## Work item
Every record is to be printed exactly as written, and any picture in it is skipped.

## Records
──────────────────────────────
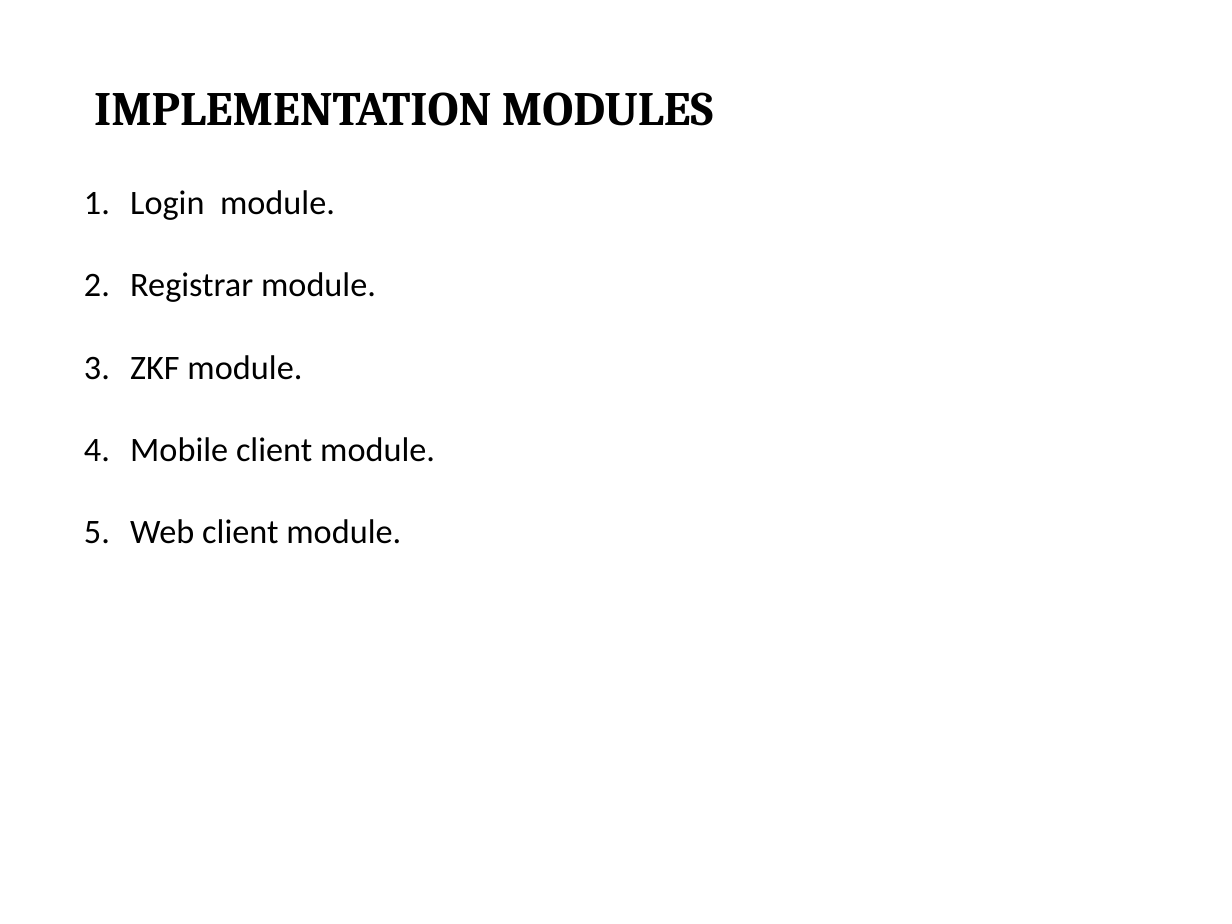
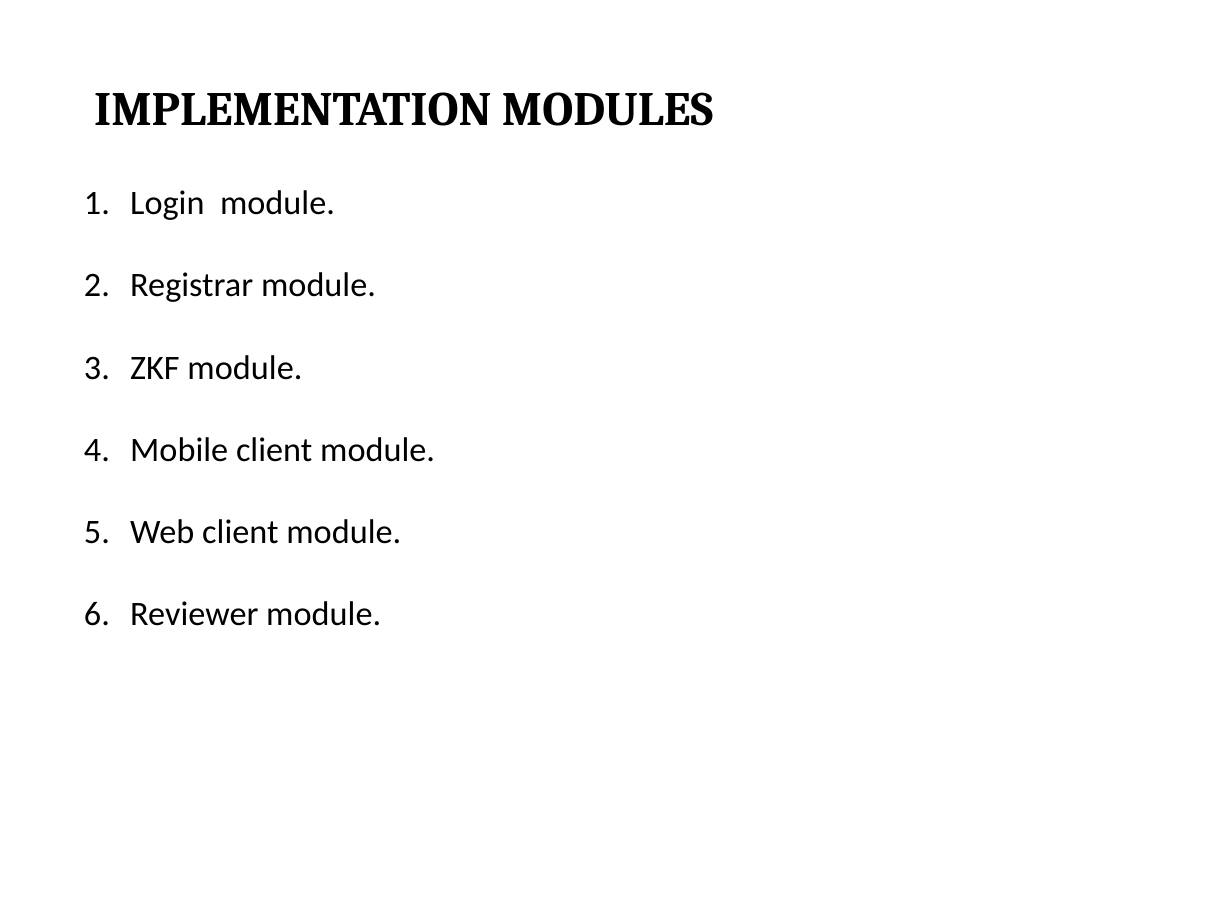
Before and after one commit to Greeny6092/iba, a slide deck: slide 8 of presentation/FINAL YEAR PROJECT BATCH 18.pptx. Drawn at 1232x924 pixels with LibreOffice and Linux fonts; fonts in the diff are those of the drawing. Boxes give left, top, right and bottom in pixels: in the first picture for what was removed or moved away, otherwise in the second. Text is boxed around its words. In the diff, an @@ line names an element or a change of style, - is before the commit and + after.

```diff
--- a/presentation/FINAL YEAR PROJECT BATCH 18.pptx
+++ b/presentation/FINAL YEAR PROJECT BATCH 18.pptx
@@ text at (x1=130, y1=601, x2=381, y2=626): paragraph added @@
+6. Reviewer module.
```
Also in this commit, not shown: 5 other slides changed, 1 other file.
──────────────────────────────
## Result of this task
Before and after one commit to Greeny6092/iba, a slide deck: slide 8 of presentation/FINAL YEAR PROJECT BATCH 18.pptx. Drawn at 1232x924 pixels with LibreOffice and Linux fonts; fonts in the diff are those of the drawing. Boxes give left, top, right and bottom in pixels: in the first picture for what was removed or moved away, otherwise in the second. Text is boxed around its words. In the diff, an @@ line names an element or a change of style, - is before the commit and + after.

```diff
--- a/presentation/FINAL YEAR PROJECT BATCH 18.pptx
+++ b/presentation/FINAL YEAR PROJECT BATCH 18.pptx
@@ text at (x1=130, y1=601, x2=381, y2=626): paragraph added @@
+6. Reviewer module.
```
Also in this commit, not shown: 5 other slides changed, 1 other file.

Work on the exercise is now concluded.